Sample size for confidence intervals on the standard deviation

The BIS.Net Team BIS.Net Team

The biggest enemy for quality and cost is variability.

For example, in manufacturing the greater the variability, the greater the chance of producing non-conforming product.

For a politician, the greater the age variability the harder to satisfy all constituents’ needs in the electorate. This in turn provides openings for opposition parties. Similarly, the greater the variability in disposable income the smaller the size of target markets (dependent on income) for the marketing manager, making target marketing less efficient.

For family doctors the greater the variation in key health variables, such as glucose levels or blood pressure the more difficult it is to manage these.

Variability must be quantified to make better decisions in all walks of life. Doctors who do not take natural blood pressure variation into account risk prescribing medication when it is not required, or alternatively will fail to prescribe medication when needed. Marketing managers who do not know the variability in disposable income in their target market will not be able to develop optimum product mixes targeted at customers with different disposable income. Quality managers without an estimate of variability will not be able to perform a process capability analysis.

Variability in the form of the standard deviation is required for many significance tests. The standard deviation places perspective on sample results. For example, a difference of $500 per month in the average disposable income in one region compared to another is of greater importance if the standard deviation of disposable income is $50 than if it were $1000.

Confidence intervals on the mean, difference in two means, all require knowledge of the standard deviation. Variables sampling plans require knowledge of the standard deviation

It is thus important to estimate standard deviation. This estimate must be reliable. Unfortunately, it is not possible to specify a margin of error for two reasons.

  • The margin of error concept assumes that the confidence interval is placed symmetrically about the sample statistic. For example, sample average + or – margin of error. This is not possible for standard deviation as the margin of error is not the same around both sides of the sample standard deviation
  • The confidence interval width for the standard deviation is dependent on the sample standard deviation. This is not known in advance.

Hence a different approach is required.

Consider the confidence interval for the standard deviation which is the square root of the confidence interval of the variance.
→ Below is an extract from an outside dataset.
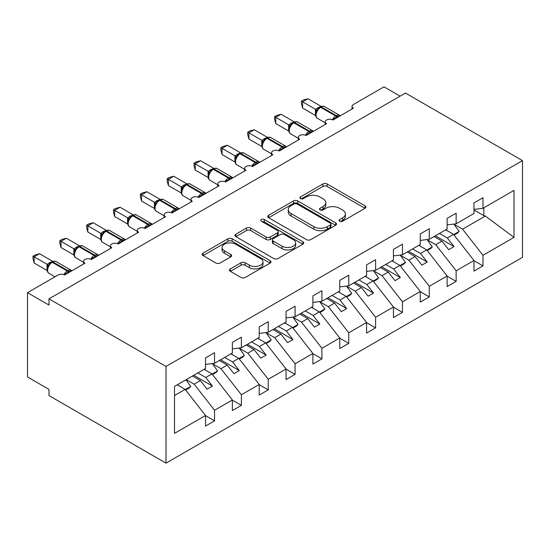 <?xml version="1.0" encoding="UTF-8"?>
<svg xmlns="http://www.w3.org/2000/svg" width="550" height="550" viewBox="0 0 550 550"><rect width="100%" height="100%" fill="white"/><g stroke="black" fill="none" stroke-linecap="round" stroke-linejoin="round"><path stroke-width="0.82" d="M339.701 221.224A2.09 1.203 0 0 0 342.65 221.224L365.049 208.292A2.984 1.719 0 0 0 365.922 207.075A2.984 1.719 0 0 0 365.049 205.858L327.106 183.954A2.984 1.719 0 0 0 322.891 183.954L300.493 196.886A2.09 1.203 0 0 0 299.881 197.739A2.09 1.203 0 0 0 300.493 198.591A2.09 1.203 0 0 0 303.442 198.591L306.343 196.914A9.543 5.507 0 0 1 319.832 196.914L322.994 198.742A9.543 5.507 0 0 1 325.786 202.634A9.543 5.507 0 0 1 322.994 206.532L320.1 208.202A2.09 1.203 0 0 0 319.488 209.055A2.09 1.203 0 0 0 320.1 209.907A2.09 1.203 0 0 0 323.049 209.907L325.944 208.237A9.543 5.507 0 0 1 339.439 208.237L342.602 210.059A9.543 5.507 0 0 1 345.393 213.957A9.543 5.507 0 0 1 342.602 217.848L339.701 219.519A2.09 1.203 0 0 0 339.089 220.371A2.09 1.203 0 0 0 339.701 221.224L339.701 219.519M230.354 268.902A2.984 1.719 0 0 0 229.481 270.119A2.984 1.719 0 0 0 230.354 271.336L240.996 277.482A2.984 1.719 0 0 0 245.211 277.482L270.084 263.12A2.984 1.719 0 0 0 270.957 261.903A2.984 1.719 0 0 0 270.084 260.686L232.141 238.782A2.984 1.719 0 0 0 227.927 238.782L203.053 253.144A2.984 1.719 0 0 0 202.18 254.361A2.984 1.719 0 0 0 203.053 255.578L215.909 262.996A2.984 1.719 0 0 0 220.131 262.996L230.773 256.85A2.984 1.719 0 0 0 231.646 255.633A2.984 1.719 0 0 0 230.773 254.416L224.4 250.738A7.975 4.606 0 0 1 222.062 247.479A7.975 4.606 0 0 1 226.985 243.231A7.975 4.606 0 0 1 235.675 244.228L260.652 258.651A7.975 4.606 0 0 1 262.989 261.903A7.975 4.606 0 0 1 258.067 266.159A7.975 4.606 0 0 1 249.377 265.162L245.211 262.756A2.984 1.719 0 0 0 240.996 262.756L230.354 268.902L230.354 271.336M522.5 160.621L166.017 366.438L166.017 463.148L522.5 257.331L522.5 160.621L405.46 93.053L48.977 298.863L48.977 305.064L27.5 292.669L58.101 275A4.558 2.633 0 0 1 64.542 275L84.948 263.223A4.558 2.633 0 0 1 83.614 261.36A4.558 2.633 0 0 1 86.426 258.933A4.558 2.633 0 0 1 91.389 259.504L111.787 247.72A4.558 2.633 0 0 1 110.454 245.864A4.558 2.633 0 0 1 113.266 243.43A4.558 2.633 0 0 1 118.229 244.001L138.634 232.224A4.558 2.633 0 0 1 137.301 230.367A4.558 2.633 0 0 1 140.113 227.934A4.558 2.633 0 0 1 145.076 228.504L165.474 216.728A4.558 2.633 0 0 1 164.141 214.864A4.558 2.633 0 0 1 166.953 212.438A4.558 2.633 0 0 1 171.923 213.008L192.321 201.231A4.558 2.633 0 0 1 190.988 199.368A4.558 2.633 0 0 1 193.799 196.941A4.558 2.633 0 0 1 198.763 197.512L219.168 185.728A4.558 2.633 0 0 1 217.827 183.872A4.558 2.633 0 0 1 220.639 181.438A4.558 2.633 0 0 1 225.61 182.009L246.008 170.232A4.558 2.633 0 0 1 244.674 168.369A4.558 2.633 0 0 1 247.486 165.942A4.558 2.633 0 0 1 252.45 166.512L272.855 154.736A4.558 2.633 0 0 1 271.521 152.873A4.558 2.633 0 0 1 274.333 150.446A4.558 2.633 0 0 1 279.297 151.016L299.695 139.233A4.558 2.633 0 0 1 298.361 137.376A4.558 2.633 0 0 1 301.173 134.949A4.558 2.633 0 0 1 306.137 135.513L326.542 123.736A4.558 2.633 0 0 1 325.208 121.88A4.558 2.633 0 0 1 328.02 119.446A4.558 2.633 0 0 1 332.984 120.017L353.382 108.24A4.558 2.633 180 0 1 352.048 106.377A4.558 2.633 180 0 1 353.382 104.521L383.982 86.852L400.091 96.154M166.017 366.438L48.977 298.863M306.556 239.635A2.984 1.719 0 0 0 310.771 239.635L335.644 225.273A2.984 1.719 0 0 0 336.518 224.056A2.984 1.719 0 0 0 335.644 222.839L297.701 200.936A2.984 1.719 0 0 0 293.487 200.936L268.613 215.291A2.984 1.719 0 0 0 267.74 216.508A2.984 1.719 0 0 0 268.613 217.724L306.556 239.635M262.171 221.678A2.09 1.203 0 0 1 264.289 221.973L264.289 219.491L302.864 241.759A2.984 1.719 0 0 1 303.738 242.976A2.984 1.719 0 0 1 302.864 244.193L277.991 258.555A2.984 1.719 0 0 1 273.776 258.555L235.833 236.651L235.833 234.218A2.984 1.719 0 0 0 234.96 235.434A2.984 1.719 0 0 0 235.833 236.651M235.833 234.218L246.476 228.071A2.984 1.719 0 0 1 250.69 228.071L266.083 236.954A2.984 1.719 0 0 0 270.298 236.954L277.358 232.877A2.984 1.719 0 0 0 278.231 231.66A2.984 1.719 0 0 0 277.358 230.443L261.339 221.196A2.09 1.203 0 0 1 260.728 220.344A2.09 1.203 0 0 1 262.013 219.23A2.09 1.203 0 0 1 264.289 219.491M174.515 395.498L185.13 389.379L205.528 415.477L174.515 433.379L174.515 386.389L205.528 368.486L205.528 357.885L214.548 352.674L214.548 363.275L205.528 364.402M214.548 363.275L232.375 352.983L232.375 342.389L241.388 337.178L241.388 347.779L232.375 348.899M241.388 347.779L259.215 337.487L259.215 326.886L268.235 321.681L268.235 332.282L259.215 333.403M268.235 332.282L286.062 321.991L286.062 311.389L295.082 306.185L295.082 316.779L286.062 317.907M295.082 316.779L312.902 306.494L312.902 295.893L321.922 290.682L321.922 301.283L312.902 302.411M321.922 301.283L339.749 290.991L339.749 280.39L348.769 275.186L348.769 285.787L339.749 286.907M348.769 285.787L366.589 275.495L366.589 264.894L375.609 259.689L375.609 270.291L366.589 271.411M375.609 270.291L393.436 259.999L393.436 249.397L402.456 244.186L402.456 254.788L393.436 255.915M402.456 254.788L420.276 244.502L420.276 233.901L429.296 228.69L429.296 239.291L420.276 240.419M429.296 239.291L447.123 228.999L447.123 218.398L456.143 213.194L456.143 223.795L447.123 224.916M205.528 415.663L214.548 420.867L214.548 410.266L232.375 399.981L211.97 373.876L204.077 369.318M186.251 379.61L194.143 384.168L214.548 410.266M232.375 400.166L241.388 405.371L241.388 394.769L259.215 384.478L238.817 358.38L230.924 353.822M212.444 363.736L220.99 368.672L241.388 394.769M259.215 384.663L268.235 389.874L268.235 379.273L286.062 368.981L265.657 342.884L257.764 338.326M239.284 348.239L247.837 353.176L268.235 379.273M286.062 369.167L295.082 374.371L295.082 363.777L312.902 353.485L292.504 327.381L284.611 322.829M266.131 332.743L274.677 337.673L295.082 363.777M312.902 353.671L321.922 358.875L321.922 348.274L339.749 337.982L319.344 311.884L311.451 307.326M292.971 317.24L301.524 322.176L321.922 348.274M339.749 338.168L348.769 343.379L348.769 332.778L366.589 322.486L346.191 296.388L338.298 291.83M319.818 301.744L328.364 306.68L348.769 332.778M366.589 322.671L375.609 327.882L375.609 317.281L393.436 306.989L373.031 280.892L365.138 276.334M346.665 286.248L355.211 291.177L375.609 317.281M393.436 307.175L402.456 312.379L402.456 301.778L420.276 291.493L399.877 265.389L391.985 260.837M373.505 270.744L382.051 275.681L402.456 301.778M420.276 291.679L429.296 296.883L429.296 286.282L447.123 275.99L426.724 249.893L418.832 245.334M400.352 255.248L408.897 260.184L429.296 286.282M447.123 276.176L456.143 281.387L456.143 270.786L473.969 260.494L473.969 271.095L482.982 265.891L482.982 255.289L513.996 237.38L485.354 216.04L483.842 215.676L483.842 207.797M427.192 239.752L435.737 244.688L456.143 270.786M456.143 223.795L473.969 213.503L473.969 202.902L482.982 197.697L482.982 208.299L473.969 209.419M473.969 260.679L482.982 265.891M454.039 224.256L462.584 229.185L482.982 255.289M27.5 292.669L27.5 376.977L48.977 389.379L48.977 395.574L166.017 463.148M185.13 389.379L177.238 384.821M214.548 420.867L205.528 426.078L205.528 415.477M241.388 405.371L232.375 410.575L232.375 399.981M268.235 389.874L259.215 395.079L259.215 384.478M295.082 374.371L286.062 379.582L286.062 368.981M321.922 358.875L312.902 364.086L312.902 353.485M348.769 343.379L339.749 348.583L339.749 337.982M375.609 327.882L366.589 333.087L366.589 322.486M402.456 312.379L393.436 317.591L393.436 306.989M429.296 296.883L420.276 302.094L420.276 291.493M456.143 281.387L447.123 286.591L447.123 275.99M482.982 208.299L513.996 190.389L513.996 237.38M194.143 384.168L200.372 380.572L207.089 389.159L212.458 386.059L205.741 377.472L211.97 373.876M192.479 376.014L200.372 380.572M197.849 372.914L205.741 377.472M220.99 368.672L227.219 365.076L233.929 373.663L239.298 370.562L232.588 361.976L238.817 358.38M219.326 360.518L227.219 365.076M224.696 357.418L232.588 361.976M247.837 353.176L254.059 349.58L260.776 358.167L266.145 355.066L259.428 346.479L265.657 342.884M246.166 345.022L254.059 349.58M251.536 341.921L259.428 346.479M274.677 337.673L280.906 334.077L287.616 342.664L292.985 339.563L286.275 330.976L292.504 327.381M273.013 329.526L280.906 334.077M278.382 326.425L286.275 330.976M301.524 322.176L307.752 318.581L314.462 327.168L319.832 324.067L313.115 315.48L319.344 311.884M299.86 314.022L307.752 318.581M305.222 310.922L313.115 315.48M328.364 306.68L334.593 303.084L341.303 311.671L346.672 308.571L339.962 299.984L346.191 296.388M326.7 298.526L334.593 303.084M332.069 295.426L339.962 299.984M355.211 291.177L361.439 287.581L368.149 296.168L373.519 293.074L366.809 284.488L373.031 280.892M353.547 283.03L361.439 287.581M358.916 279.929L366.809 284.488M382.051 275.681L388.279 272.085L394.996 280.672L400.359 277.571L393.649 268.984L399.877 265.389M380.387 267.527L388.279 272.085M385.756 264.433L393.649 268.984M408.897 260.184L415.126 256.589L421.836 265.176L427.206 262.075L420.496 253.488L426.724 249.893M407.234 252.031L415.126 256.589M412.603 248.93L420.496 253.488M435.737 244.688L441.966 241.093L448.683 249.679L454.053 246.579L447.336 237.992L453.564 234.396L445.672 229.838M434.074 236.534L441.966 241.093M439.443 233.434L447.336 237.992M453.564 234.396L473.969 260.494M462.584 229.185L485.354 216.04M473.969 209.969L483.842 215.676M435.366 235.792L454.053 246.579M408.519 251.288L427.206 262.075M381.679 266.784L400.359 277.571M354.832 282.281L373.519 293.074M327.993 297.784L346.672 308.571M301.146 313.28L319.832 324.067M274.299 328.776L292.985 339.563M247.459 344.279L266.145 355.066M220.612 359.776L239.298 370.562M193.772 375.272L212.458 386.059M340.532 221.519L342.602 220.33A9.543 5.507 0 0 0 345.393 216.432L345.393 213.957M325.786 202.634L325.786 205.116A9.543 5.507 0 0 1 322.994 209.007L320.932 210.203M365.007 208.319L327.106 186.436A2.984 1.719 0 0 0 322.891 186.436L301.324 198.887M335.603 225.294L297.701 203.411A2.984 1.719 0 0 0 293.487 203.411L268.647 217.752M330.371 224.909A2.09 1.203 0 0 0 330.983 224.056A2.09 1.203 0 0 0 330.371 223.204L297.069 203.974A2.09 1.203 0 0 0 294.119 203.974L291.06 205.741A9.543 5.507 0 0 0 288.269 209.633A9.543 5.507 0 0 0 291.06 213.531L313.823 226.669A9.543 5.507 0 0 0 327.319 226.669L330.371 224.909L330.371 227.384A2.09 1.203 0 0 0 330.983 226.538L330.983 224.056M288.269 209.633L288.269 212.114A9.543 5.507 0 0 0 291.06 216.006L291.06 213.531M330.371 227.384L327.319 229.151A9.543 5.507 0 0 1 313.823 229.151L291.06 216.006M235.874 236.672L246.476 230.553L246.476 228.071M278.231 231.66L278.231 234.142A2.984 1.719 0 0 1 277.358 235.359L270.298 239.436A2.984 1.719 0 0 1 266.083 239.436L250.69 230.553A2.984 1.719 0 0 0 246.476 230.553M264.289 221.973L302.823 244.221M282.047 246.173A7.975 4.606 0 0 0 290.737 247.17A7.975 4.606 0 0 0 295.659 242.921A7.975 4.606 0 0 0 293.329 239.663L284.529 234.582A2.984 1.719 0 0 0 280.308 234.582L273.247 238.659A2.984 1.719 0 0 0 272.374 239.876A2.984 1.719 0 0 0 273.247 241.093L282.047 246.173L282.047 248.655A7.975 4.606 0 0 0 290.737 249.652A7.975 4.606 0 0 0 295.659 245.396L295.659 242.921M272.374 239.876L272.374 242.357A2.984 1.719 0 0 0 273.247 243.574L273.247 241.093M282.047 248.655L273.247 243.574M262.989 261.903L262.989 264.385A7.975 4.606 0 0 1 258.067 268.634A7.975 4.606 0 0 1 249.377 267.637L245.211 265.238A2.984 1.719 0 0 0 240.996 265.238L230.388 271.356M222.062 247.479L222.062 249.961A7.975 4.606 0 0 0 224.4 253.22L224.4 250.738M230.732 256.877L224.4 253.22M270.05 263.141L232.141 241.258A2.984 1.719 0 0 0 227.927 241.258L203.094 255.599M446.256 229.501L447.074 230.649M453.908 224.07L459.147 231.44L453.709 234.582M459.147 231.44L457.648 232.994L454.08 235.049M333.018 119.996L332.791 119.412L339.714 115.411M302.596 108.054L301.414 103.647L301.414 101.172L302.596 101.853L307.966 98.752L320.925 106.233L315.549 109.333L302.596 101.853L302.596 108.054L315.459 115.479L315.459 109.278M319.722 107.484A1.519 0.88 60 0 1 319.928 107.264L318.01 108.873L316.271 111.671C315.191 115.026 315.576 117.246 317.426 118.326L325.208 122.822M317.336 110.488L315.549 109.333M301.414 101.172L303.559 99.935L307.966 98.752M419.416 244.998L420.228 246.146M427.068 239.573L432.307 246.943L426.869 250.078M432.307 246.943L430.801 248.49L427.233 250.553M392.569 260.494L393.388 261.642M400.221 255.069L405.46 262.439L400.022 265.581M405.46 262.439L403.954 263.986L400.393 266.049M365.729 275.997L366.541 277.138M373.374 270.566L378.62 277.936L373.182 281.077M378.62 277.936L377.114 279.489L373.546 281.545M338.882 291.493L339.701 292.641M346.534 286.062L351.773 293.432L346.335 296.574M351.773 293.432L350.268 294.986L346.699 297.041M306.178 135.493L305.944 134.908L312.874 130.907M275.749 123.551L274.574 119.151L274.574 116.669L275.749 117.349L281.119 114.256L294.078 121.736L288.709 124.836L275.749 117.349L275.749 123.551L288.613 130.976L288.613 124.781M292.882 122.98A1.519 0.88 60 0 1 293.088 122.767L291.163 124.369L289.431 127.174A3.341 2.42 18 0 0 288.599 124.823M290.496 125.991L288.709 124.836M274.574 116.669L276.719 115.431L281.119 114.256M279.331 150.996L279.104 150.404L286.028 146.41M248.909 139.047L247.727 134.647L247.727 132.172L248.909 132.853L254.279 129.752L267.238 137.232L261.862 140.333L248.909 132.853L248.909 139.047L261.772 146.472L261.772 140.278M266.035 138.476A1.519 0.88 60 0 1 266.241 138.263L264.323 139.865L262.584 142.67C261.504 146.025 261.889 148.239 263.739 149.325L271.521 153.814M263.649 141.488L261.862 140.333M247.727 132.172L249.872 130.928L254.279 129.752M252.491 166.492L252.258 165.907L259.188 161.906M222.062 154.55L220.887 150.143L220.887 147.668L222.062 148.349L227.432 145.248L240.391 152.728L235.022 155.829L222.062 148.349L222.062 154.55L234.926 161.975L234.926 155.774M239.188 153.972A1.519 0.88 60 0 1 239.394 153.759L237.476 155.368L235.744 158.166C234.657 161.521 235.042 163.735 236.892 164.821L244.674 169.317M236.803 156.984L235.022 155.829M220.887 147.668L223.032 146.431L227.432 145.248M225.644 181.988L225.417 181.404L232.341 177.403M195.222 170.046L194.04 165.639L194.04 163.164L195.222 163.845L200.592 160.744L213.551 168.224L208.175 171.332L195.222 163.845L195.222 170.046L208.079 177.471L208.079 171.27M212.348 169.476A1.519 0.88 60 0 1 212.554 169.256L210.636 170.864L208.897 173.662C207.817 177.018 208.202 179.238 210.045 180.317L217.827 184.814M209.962 172.48L208.175 171.332M194.04 163.164L196.185 161.927L200.592 160.744M312.036 306.989L312.854 308.137M319.688 301.565L324.926 308.935L319.495 312.07M324.926 308.935L323.428 310.482L319.859 312.544M198.804 197.484L198.571 196.9L205.501 192.906M168.376 185.542L167.193 181.143L167.193 178.661L168.376 179.348L173.745 176.248L186.704 183.728L181.335 186.828L168.376 179.348L168.376 185.542L181.239 192.968L181.239 186.773M185.501 184.972A1.519 0.88 60 0 1 185.708 184.759L183.789 186.361L182.057 189.166C180.971 192.514 181.356 194.734 183.205 195.821L190.988 200.31M183.116 187.983L181.335 186.828M167.193 178.661L169.338 177.423L173.745 176.248M285.196 322.493L286.007 323.634M292.847 317.061L298.086 324.431L292.648 327.573M298.086 324.431L296.581 325.978L293.012 328.041M171.958 212.988L171.724 212.403L178.654 208.402M141.536 201.046L140.353 196.639L140.353 194.164L141.536 194.844L146.898 191.744L159.864 199.224L154.488 202.324L141.536 194.844L141.536 201.046L154.392 208.471L154.392 202.269M158.661 200.468A1.519 0.88 60 0 1 158.868 200.255L156.949 201.864L155.21 204.662A3.341 2.42 18 0 0 154.378 202.311M156.276 203.479L154.488 202.324M140.353 194.164L142.498 192.926L146.898 191.744M258.349 337.989L259.167 339.137M266.001 332.558L271.239 339.928L265.801 343.069M271.239 339.928L269.741 341.481L266.173 343.537M145.111 228.484L144.884 227.899L151.807 223.898M114.689 216.542L113.506 212.135L113.506 209.66L114.689 210.341L120.058 207.24L133.017 214.72L127.648 217.821L114.689 210.341L114.689 216.542L127.552 223.967L127.552 217.766M131.814 215.964A1.519 0.88 60 0 1 132.021 215.751L130.103 217.36L128.37 220.158A3.341 2.42 18 0 0 127.538 217.807M129.429 218.976L127.648 217.821M113.506 209.66L115.651 208.423L120.058 207.24M231.509 353.485L232.32 354.633M239.161 348.054L244.399 355.431L238.961 358.566M244.399 355.431L242.894 356.978L239.326 359.033M118.271 243.98L118.037 243.396L124.967 239.394M87.842 232.038L86.666 227.638L86.666 225.156L87.842 225.837L93.211 222.743L106.171 230.223L100.801 233.324L87.842 225.837L87.842 232.038L100.705 239.463L100.705 233.262M104.974 231.468A1.519 0.88 60 0 1 105.181 231.248L103.256 232.856L101.523 235.661A3.341 2.42 18 0 0 100.691 233.31M102.589 234.472L100.801 233.324M86.666 225.156L88.811 223.919L93.211 222.743M204.662 368.981L205.48 370.129M212.314 363.557L217.553 370.927L212.114 374.062M217.553 370.927L216.054 372.474L212.486 374.536M91.424 259.476L91.197 258.892L98.12 254.897M61.002 247.534L59.819 243.134L59.819 240.659L61.002 241.34L66.371 238.239L79.331 245.719L73.954 248.82L61.002 241.34L61.002 247.534L73.865 254.959L73.865 248.765M78.127 246.964A1.519 0.88 60 0 1 78.334 246.751L76.416 248.353L74.676 251.157M75.742 249.975L73.954 248.82M59.819 240.659L61.964 239.415L66.371 238.239M177.822 384.484L178.633 385.626M185.982 379.768L190.712 386.423L185.274 389.565M190.712 386.423L189.207 387.97L185.639 390.033M64.584 274.979L64.35 274.395L71.28 270.394M34.155 263.038L32.979 258.631L32.979 256.156L34.155 256.836L39.524 253.736L52.484 261.216L47.114 264.316L34.155 256.836L34.155 263.038L47.018 270.462L47.018 264.261M51.287 262.46A1.519 0.88 60 0 1 51.494 262.247L49.569 263.856L47.836 266.654C46.757 270.009 47.135 272.222 48.984 273.309L55.007 276.788M48.902 265.471L47.114 264.316M32.979 256.156L35.124 254.918L39.524 253.736M342.602 220.33L342.602 217.848M320.1 209.907L320.1 208.202M322.994 209.007L322.994 206.532M300.493 198.591L300.493 196.886M322.891 186.436L322.891 183.954M327.106 186.436L327.106 183.954M365.049 208.292L365.049 205.858M268.613 217.724L268.613 215.291M293.487 203.411L293.487 200.936M297.701 203.411L297.701 200.936M335.644 225.273L335.644 222.839M313.823 229.151L313.823 226.669M327.319 229.151L327.319 226.669M250.69 230.553L250.69 228.071M266.083 239.436L266.083 236.954M270.298 239.436L270.298 236.954M277.358 235.359L277.358 232.877M302.864 244.193L302.864 241.759M240.996 265.238L240.996 262.756M245.211 265.238L245.211 262.756M249.377 267.637L249.377 265.162M230.773 256.85L230.773 254.416M203.053 255.578L203.053 253.144M227.927 241.258L227.927 238.782M232.141 241.258L232.141 238.782M270.084 263.12L270.084 260.686M337.528 117.397A3.341 1.932 60 0 1 337.329 116.902A1.519 0.88 -120 0 0 336.366 115.644A6.531 3.768 -60 0 1 339.632 115.321L340.271 115.809M320.574 106.892C322.403 106.061 323.744 105.978 324.596 106.645A6.531 3.768 120 0 0 321.331 106.968A1.519 0.88 -120 0 0 320.574 106.892L319.928 107.264A1.519 0.88 60 0 1 320.691 107.339A6.531 3.768 120 0 0 316.071 115.335A6.531 3.768 120 0 0 317.426 118.326M332.324 119.701A6.531 3.768 -60 0 1 335.72 116.022L336.366 115.644L321.331 106.968L320.691 107.339L335.72 116.022A1.519 0.88 60 0 1 336.689 117.274A3.341 1.932 60 0 0 336.882 117.769M319.22 107.738A3.341 1.932 60 0 1 318.244 107.415M318.773 108.103A3.341 1.932 60 0 1 317.597 107.786M316.264 111.691A3.341 2.42 18 0 0 315.446 109.319M310.681 132.894A3.341 1.932 60 0 1 310.489 132.399A1.519 0.88 -120 0 0 309.519 131.147A6.531 3.768 -60 0 1 312.785 130.824L313.424 131.306M293.728 122.389C295.556 121.557 296.904 121.474 297.756 122.141A6.531 3.768 120 0 0 294.491 122.464A1.519 0.88 -120 0 0 293.728 122.389L293.088 122.767A1.519 0.88 60 0 1 293.844 122.836A6.531 3.768 120 0 0 289.224 130.838A6.531 3.768 120 0 0 290.579 133.822L298.361 138.318M305.477 135.204A6.531 3.768 -60 0 1 308.88 131.519L309.519 131.147L294.491 122.464L293.844 122.836L308.88 131.519A1.519 0.88 60 0 1 309.843 132.77A3.341 1.932 60 0 0 310.035 133.265M292.38 123.234A3.341 1.932 60 0 1 291.397 122.918M291.926 123.606A3.341 1.932 60 0 1 290.757 123.289M283.834 148.39A3.341 1.932 60 0 1 283.642 147.902A1.519 0.88 -120 0 0 282.679 146.644A6.531 3.768 -60 0 1 285.945 146.321L286.584 146.809M266.887 137.892C268.716 137.053 270.057 136.971 270.909 137.644A6.531 3.768 120 0 0 267.644 137.968A1.519 0.88 -120 0 0 266.887 137.892L266.241 138.263A1.519 0.88 60 0 1 266.998 138.339A6.531 3.768 120 0 0 262.384 146.334A6.531 3.768 120 0 0 263.739 149.325M278.637 150.7A6.531 3.768 -60 0 1 282.033 147.015L282.679 146.644L267.644 137.968L266.998 138.339L282.033 147.015A1.519 0.88 60 0 1 282.996 148.273A3.341 1.932 60 0 0 283.195 148.761M265.533 138.731A3.341 1.932 60 0 1 264.557 138.414M265.086 139.102A3.341 1.932 60 0 1 263.911 138.786M262.577 142.691A3.341 2.42 18 0 0 261.752 140.319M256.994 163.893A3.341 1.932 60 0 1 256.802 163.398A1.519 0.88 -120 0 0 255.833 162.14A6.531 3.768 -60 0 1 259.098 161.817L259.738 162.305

The confidence interval for the variance of a normally distributed data set is

(n-1)*Sd^2/ChiSq(alpha/2,n-1) to (n-1)*Sd^2/ChiSq(1-alpha/2,n-1)

Where n is the sample size and alpha the level of significance. The percent confidence level is equal to 100*(1-alpha). ChiSq is the ChiSquare value.

By taking the square root of the expression for confidence interval on the standard deviation we obtain the confidence interval range for the standard deviation

Range= Sd*Sqrt((n-1)/ChiSq(1-alpha/2,n-1))- Sd*Sqrt((n-1)/ChiSq(alpha/2,n-1))

If we divide the expression by Sd then Sd is removed leaving

Range= Sqrt((n-1)/ChiSq(1-alpha/2,n-1))- Sqrt((n-1)/ChiSq(alpha/2,n-1))

This thus does not depend on the sample Sd which is unknown prior to sampling.

100*Range is effectively equal to the % of the confidence interval range relative to any sample standard deviation.

Although this cannot be related to the population standard deviation, other than loosely, it does provide a rational way of specifying criteria to compute a sample size for the confidence interval to be a reasonable size. A confidence interval range that is 10% of say the sample standard deviation is better than having a confidence interval range that is 50% of the sample standard deviation and certainly better than an arbitrary confidence interval range dependent on whatever arbitrary sample size is chosen.

The final issue is solving the above expression for sample size. There is no closed form equation which can be solved directly or numerically. The sample size is a part of the chi squared value. BIS.Net Analyst provides a solution using a combination of machine power and machine learning. The algorithm through a learning process knows where to find and where not to locate the required sample size.